■ **Problem to solve**: Of the lines listed below, return exactly those that run from the line containing "z_index = -1" through the line containing "apple : PackedScene", both included.
- - - - - - -
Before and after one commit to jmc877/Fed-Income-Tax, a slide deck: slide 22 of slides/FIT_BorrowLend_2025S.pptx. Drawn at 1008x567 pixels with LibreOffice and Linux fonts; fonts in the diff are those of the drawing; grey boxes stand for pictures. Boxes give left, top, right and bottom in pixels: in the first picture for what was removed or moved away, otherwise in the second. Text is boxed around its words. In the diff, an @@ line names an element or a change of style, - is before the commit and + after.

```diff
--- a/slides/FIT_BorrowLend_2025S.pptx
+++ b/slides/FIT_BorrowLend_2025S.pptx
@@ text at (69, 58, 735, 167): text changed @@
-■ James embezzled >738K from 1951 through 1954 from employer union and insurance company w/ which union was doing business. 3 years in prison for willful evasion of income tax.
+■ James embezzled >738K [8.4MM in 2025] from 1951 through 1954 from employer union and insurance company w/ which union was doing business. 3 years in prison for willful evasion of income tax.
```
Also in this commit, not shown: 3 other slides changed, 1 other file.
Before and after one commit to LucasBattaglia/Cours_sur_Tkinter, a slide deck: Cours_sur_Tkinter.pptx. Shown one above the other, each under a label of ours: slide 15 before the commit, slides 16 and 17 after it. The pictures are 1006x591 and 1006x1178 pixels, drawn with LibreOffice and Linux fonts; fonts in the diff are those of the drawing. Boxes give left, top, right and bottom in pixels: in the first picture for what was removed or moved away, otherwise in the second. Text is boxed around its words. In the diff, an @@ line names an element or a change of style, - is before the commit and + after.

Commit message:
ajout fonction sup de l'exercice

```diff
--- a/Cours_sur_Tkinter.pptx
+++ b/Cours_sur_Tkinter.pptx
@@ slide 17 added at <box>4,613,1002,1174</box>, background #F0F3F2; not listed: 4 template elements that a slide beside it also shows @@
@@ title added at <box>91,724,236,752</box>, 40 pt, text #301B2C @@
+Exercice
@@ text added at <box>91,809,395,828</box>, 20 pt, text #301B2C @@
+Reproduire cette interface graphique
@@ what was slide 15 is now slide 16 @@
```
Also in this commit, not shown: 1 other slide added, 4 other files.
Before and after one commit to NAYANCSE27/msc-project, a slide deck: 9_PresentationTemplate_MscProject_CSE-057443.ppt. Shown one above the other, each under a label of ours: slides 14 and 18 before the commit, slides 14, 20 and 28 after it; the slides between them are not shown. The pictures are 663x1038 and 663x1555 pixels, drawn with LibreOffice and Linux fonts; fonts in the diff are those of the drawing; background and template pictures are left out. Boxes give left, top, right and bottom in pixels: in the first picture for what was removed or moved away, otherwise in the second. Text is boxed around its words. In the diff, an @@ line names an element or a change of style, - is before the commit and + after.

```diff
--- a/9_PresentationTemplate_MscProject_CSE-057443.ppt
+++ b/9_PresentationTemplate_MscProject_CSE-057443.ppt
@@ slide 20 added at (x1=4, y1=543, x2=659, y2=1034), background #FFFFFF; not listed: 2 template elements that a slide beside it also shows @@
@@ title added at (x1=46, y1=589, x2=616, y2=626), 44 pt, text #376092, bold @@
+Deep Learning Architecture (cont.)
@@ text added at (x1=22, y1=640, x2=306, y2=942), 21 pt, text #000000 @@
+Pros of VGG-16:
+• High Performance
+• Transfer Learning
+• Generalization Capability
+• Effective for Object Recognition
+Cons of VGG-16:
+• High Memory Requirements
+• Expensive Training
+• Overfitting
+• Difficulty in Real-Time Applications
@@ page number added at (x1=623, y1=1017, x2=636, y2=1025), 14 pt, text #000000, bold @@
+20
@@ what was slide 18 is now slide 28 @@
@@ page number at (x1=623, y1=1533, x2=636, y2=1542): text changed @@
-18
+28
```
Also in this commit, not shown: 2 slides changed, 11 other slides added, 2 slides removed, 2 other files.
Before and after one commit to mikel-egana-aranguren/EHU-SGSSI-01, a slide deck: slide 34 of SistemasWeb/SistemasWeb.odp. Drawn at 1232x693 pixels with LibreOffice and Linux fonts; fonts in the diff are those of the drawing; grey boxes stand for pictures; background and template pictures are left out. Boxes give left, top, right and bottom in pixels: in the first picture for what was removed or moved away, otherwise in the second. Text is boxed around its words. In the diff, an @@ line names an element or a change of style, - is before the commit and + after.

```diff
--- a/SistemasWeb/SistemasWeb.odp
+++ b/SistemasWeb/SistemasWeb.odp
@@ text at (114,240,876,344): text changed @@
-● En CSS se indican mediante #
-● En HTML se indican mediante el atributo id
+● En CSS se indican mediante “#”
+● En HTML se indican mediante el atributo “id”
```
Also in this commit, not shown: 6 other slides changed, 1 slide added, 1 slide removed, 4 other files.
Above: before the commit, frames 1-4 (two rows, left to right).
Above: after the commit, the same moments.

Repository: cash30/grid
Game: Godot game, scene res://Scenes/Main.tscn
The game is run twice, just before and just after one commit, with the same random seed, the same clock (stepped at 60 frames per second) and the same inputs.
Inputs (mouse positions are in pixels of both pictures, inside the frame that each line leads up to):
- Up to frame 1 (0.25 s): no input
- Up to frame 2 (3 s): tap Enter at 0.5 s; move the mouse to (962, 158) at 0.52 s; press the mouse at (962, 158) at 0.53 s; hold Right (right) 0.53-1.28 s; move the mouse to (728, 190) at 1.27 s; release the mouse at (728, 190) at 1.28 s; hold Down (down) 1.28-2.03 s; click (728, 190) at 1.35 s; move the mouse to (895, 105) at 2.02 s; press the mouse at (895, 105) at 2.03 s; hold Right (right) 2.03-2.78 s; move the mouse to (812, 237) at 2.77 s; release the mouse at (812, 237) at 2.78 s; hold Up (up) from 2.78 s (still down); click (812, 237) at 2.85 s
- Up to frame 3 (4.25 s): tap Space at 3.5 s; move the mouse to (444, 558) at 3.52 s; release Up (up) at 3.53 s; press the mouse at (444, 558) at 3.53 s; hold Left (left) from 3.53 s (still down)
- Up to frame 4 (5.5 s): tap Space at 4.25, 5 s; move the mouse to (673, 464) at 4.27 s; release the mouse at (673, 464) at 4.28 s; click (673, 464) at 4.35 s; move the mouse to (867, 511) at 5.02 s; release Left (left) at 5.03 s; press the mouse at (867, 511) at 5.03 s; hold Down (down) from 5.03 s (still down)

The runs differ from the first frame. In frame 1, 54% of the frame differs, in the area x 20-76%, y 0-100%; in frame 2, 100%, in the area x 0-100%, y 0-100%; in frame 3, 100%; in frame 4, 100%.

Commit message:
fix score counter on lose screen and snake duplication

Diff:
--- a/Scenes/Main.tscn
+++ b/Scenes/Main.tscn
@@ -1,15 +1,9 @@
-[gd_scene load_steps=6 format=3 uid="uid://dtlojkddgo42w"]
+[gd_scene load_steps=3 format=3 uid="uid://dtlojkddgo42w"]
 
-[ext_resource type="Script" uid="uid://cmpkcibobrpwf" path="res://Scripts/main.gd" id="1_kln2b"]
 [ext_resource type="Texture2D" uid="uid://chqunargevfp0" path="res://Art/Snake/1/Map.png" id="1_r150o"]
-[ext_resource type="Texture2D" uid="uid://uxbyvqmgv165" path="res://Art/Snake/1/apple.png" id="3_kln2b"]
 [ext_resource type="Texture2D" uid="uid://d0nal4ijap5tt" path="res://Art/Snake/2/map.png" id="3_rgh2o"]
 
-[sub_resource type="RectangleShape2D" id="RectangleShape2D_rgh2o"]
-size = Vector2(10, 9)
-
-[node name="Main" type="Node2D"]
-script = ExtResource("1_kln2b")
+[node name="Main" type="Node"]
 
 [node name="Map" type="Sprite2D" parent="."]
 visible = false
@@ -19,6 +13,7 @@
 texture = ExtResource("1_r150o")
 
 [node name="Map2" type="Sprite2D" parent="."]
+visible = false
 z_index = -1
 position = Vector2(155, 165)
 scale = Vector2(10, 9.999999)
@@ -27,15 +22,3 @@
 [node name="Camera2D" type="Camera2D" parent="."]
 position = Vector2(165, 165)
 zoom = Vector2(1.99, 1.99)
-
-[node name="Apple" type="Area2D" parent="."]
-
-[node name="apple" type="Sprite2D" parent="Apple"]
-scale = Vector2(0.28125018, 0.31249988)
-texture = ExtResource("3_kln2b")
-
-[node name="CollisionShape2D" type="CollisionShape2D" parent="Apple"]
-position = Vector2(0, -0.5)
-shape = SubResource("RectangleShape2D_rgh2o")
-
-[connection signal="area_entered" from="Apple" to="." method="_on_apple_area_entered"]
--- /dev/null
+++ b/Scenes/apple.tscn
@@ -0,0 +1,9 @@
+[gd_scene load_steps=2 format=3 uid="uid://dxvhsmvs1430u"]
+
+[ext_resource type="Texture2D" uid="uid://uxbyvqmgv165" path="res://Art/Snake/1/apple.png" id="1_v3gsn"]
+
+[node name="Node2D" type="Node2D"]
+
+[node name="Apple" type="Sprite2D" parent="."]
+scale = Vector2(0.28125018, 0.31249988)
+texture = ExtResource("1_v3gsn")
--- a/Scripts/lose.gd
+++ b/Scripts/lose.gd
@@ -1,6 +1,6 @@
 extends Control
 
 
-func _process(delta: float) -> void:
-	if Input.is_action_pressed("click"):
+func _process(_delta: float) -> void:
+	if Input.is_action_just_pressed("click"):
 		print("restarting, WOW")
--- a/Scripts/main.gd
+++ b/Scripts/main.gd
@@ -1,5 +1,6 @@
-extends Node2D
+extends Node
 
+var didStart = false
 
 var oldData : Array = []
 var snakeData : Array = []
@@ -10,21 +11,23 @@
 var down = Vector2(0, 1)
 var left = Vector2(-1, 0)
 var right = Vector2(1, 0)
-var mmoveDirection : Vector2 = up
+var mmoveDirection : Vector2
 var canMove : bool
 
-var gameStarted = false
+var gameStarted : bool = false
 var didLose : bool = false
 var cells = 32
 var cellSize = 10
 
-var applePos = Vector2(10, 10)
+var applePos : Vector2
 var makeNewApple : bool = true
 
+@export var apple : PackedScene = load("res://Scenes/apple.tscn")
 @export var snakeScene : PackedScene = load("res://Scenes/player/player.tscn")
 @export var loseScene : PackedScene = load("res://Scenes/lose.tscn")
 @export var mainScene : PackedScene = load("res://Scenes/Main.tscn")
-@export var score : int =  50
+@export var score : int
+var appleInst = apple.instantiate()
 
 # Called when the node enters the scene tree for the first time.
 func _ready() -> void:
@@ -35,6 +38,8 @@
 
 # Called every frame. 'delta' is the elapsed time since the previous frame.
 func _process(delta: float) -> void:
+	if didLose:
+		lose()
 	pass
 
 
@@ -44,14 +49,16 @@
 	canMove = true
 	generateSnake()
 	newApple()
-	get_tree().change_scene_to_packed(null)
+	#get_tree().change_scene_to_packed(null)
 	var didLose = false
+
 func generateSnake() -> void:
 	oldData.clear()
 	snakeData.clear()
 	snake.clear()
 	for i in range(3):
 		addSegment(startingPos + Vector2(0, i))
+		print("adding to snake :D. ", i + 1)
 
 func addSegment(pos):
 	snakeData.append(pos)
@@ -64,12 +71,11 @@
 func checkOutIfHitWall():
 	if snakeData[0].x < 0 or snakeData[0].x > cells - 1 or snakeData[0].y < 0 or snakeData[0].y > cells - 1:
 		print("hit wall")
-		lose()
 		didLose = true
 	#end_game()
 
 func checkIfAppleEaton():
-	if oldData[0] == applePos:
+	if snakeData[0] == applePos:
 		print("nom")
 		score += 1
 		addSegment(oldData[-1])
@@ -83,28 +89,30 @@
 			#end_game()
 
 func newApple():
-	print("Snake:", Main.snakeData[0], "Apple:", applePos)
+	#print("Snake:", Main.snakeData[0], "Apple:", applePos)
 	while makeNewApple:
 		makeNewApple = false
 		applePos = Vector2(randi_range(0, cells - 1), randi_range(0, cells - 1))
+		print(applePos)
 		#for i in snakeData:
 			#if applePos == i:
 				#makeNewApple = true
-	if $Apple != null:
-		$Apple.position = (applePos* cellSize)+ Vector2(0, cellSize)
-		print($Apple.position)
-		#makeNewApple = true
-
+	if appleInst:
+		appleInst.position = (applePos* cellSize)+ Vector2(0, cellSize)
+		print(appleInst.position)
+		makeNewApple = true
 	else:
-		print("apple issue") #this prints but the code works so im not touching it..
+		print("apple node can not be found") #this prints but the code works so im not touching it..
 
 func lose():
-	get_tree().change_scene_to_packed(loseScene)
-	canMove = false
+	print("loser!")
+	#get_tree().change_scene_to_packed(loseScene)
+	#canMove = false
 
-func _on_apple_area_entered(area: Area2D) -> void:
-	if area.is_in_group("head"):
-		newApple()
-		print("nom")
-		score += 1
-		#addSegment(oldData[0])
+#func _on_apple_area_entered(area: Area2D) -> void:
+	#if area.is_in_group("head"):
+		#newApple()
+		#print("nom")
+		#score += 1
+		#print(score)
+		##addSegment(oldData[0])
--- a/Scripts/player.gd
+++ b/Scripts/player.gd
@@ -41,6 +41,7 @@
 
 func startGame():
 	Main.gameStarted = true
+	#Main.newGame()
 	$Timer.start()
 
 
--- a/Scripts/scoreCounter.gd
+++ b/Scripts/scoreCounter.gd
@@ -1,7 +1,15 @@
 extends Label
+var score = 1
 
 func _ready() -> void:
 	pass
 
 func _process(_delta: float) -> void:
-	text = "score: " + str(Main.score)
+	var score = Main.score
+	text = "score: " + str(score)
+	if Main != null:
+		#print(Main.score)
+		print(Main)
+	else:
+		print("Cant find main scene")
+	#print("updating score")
- - - - - - -
■ **Completed exercise**:
 z_index = -1
 position = Vector2(155, 165)
 scale = Vector2(10, 9.999999)
@@ -27,15 +22,3 @@
 [node name="Camera2D" type="Camera2D" parent="."]
 position = Vector2(165, 165)
 zoom = Vector2(1.99, 1.99)
-
-[node name="Apple" type="Area2D" parent="."]
-
-[node name="apple" type="Sprite2D" parent="Apple"]
-scale = Vector2(0.28125018, 0.31249988)
-texture = ExtResource("3_kln2b")
-
-[node name="CollisionShape2D" type="CollisionShape2D" parent="Apple"]
-position = Vector2(0, -0.5)
-shape = SubResource("RectangleShape2D_rgh2o")
-
-[connection signal="area_entered" from="Apple" to="." method="_on_apple_area_entered"]
--- /dev/null
+++ b/Scenes/apple.tscn
@@ -0,0 +1,9 @@
+[gd_scene load_steps=2 format=3 uid="uid://dxvhsmvs1430u"]
+
+[ext_resource type="Texture2D" uid="uid://uxbyvqmgv165" path="res://Art/Snake/1/apple.png" id="1_v3gsn"]
+
+[node name="Node2D" type="Node2D"]
+
+[node name="Apple" type="Sprite2D" parent="."]
+scale = Vector2(0.28125018, 0.31249988)
+texture = ExtResource("1_v3gsn")
--- a/Scripts/lose.gd
+++ b/Scripts/lose.gd
@@ -1,6 +1,6 @@
 extends Control
 
 
-func _process(delta: float) -> void:
-	if Input.is_action_pressed("click"):
+func _process(_delta: float) -> void:
+	if Input.is_action_just_pressed("click"):
 		print("restarting, WOW")
--- a/Scripts/main.gd
+++ b/Scripts/main.gd
@@ -1,5 +1,6 @@
-extends Node2D
+extends Node
 
+var didStart = false
 
 var oldData : Array = []
 var snakeData : Array = []
@@ -10,21 +11,23 @@
 var down = Vector2(0, 1)
 var left = Vector2(-1, 0)
 var right = Vector2(1, 0)
-var mmoveDirection : Vector2 = up
+var mmoveDirection : Vector2
 var canMove : bool
 
-var gameStarted = false
+var gameStarted : bool = false
 var didLose : bool = false
 var cells = 32
 var cellSize = 10
 
-var applePos = Vector2(10, 10)
+var applePos : Vector2
 var makeNewApple : bool = true
 
+@export var apple : PackedScene = load("res://Scenes/apple.tscn")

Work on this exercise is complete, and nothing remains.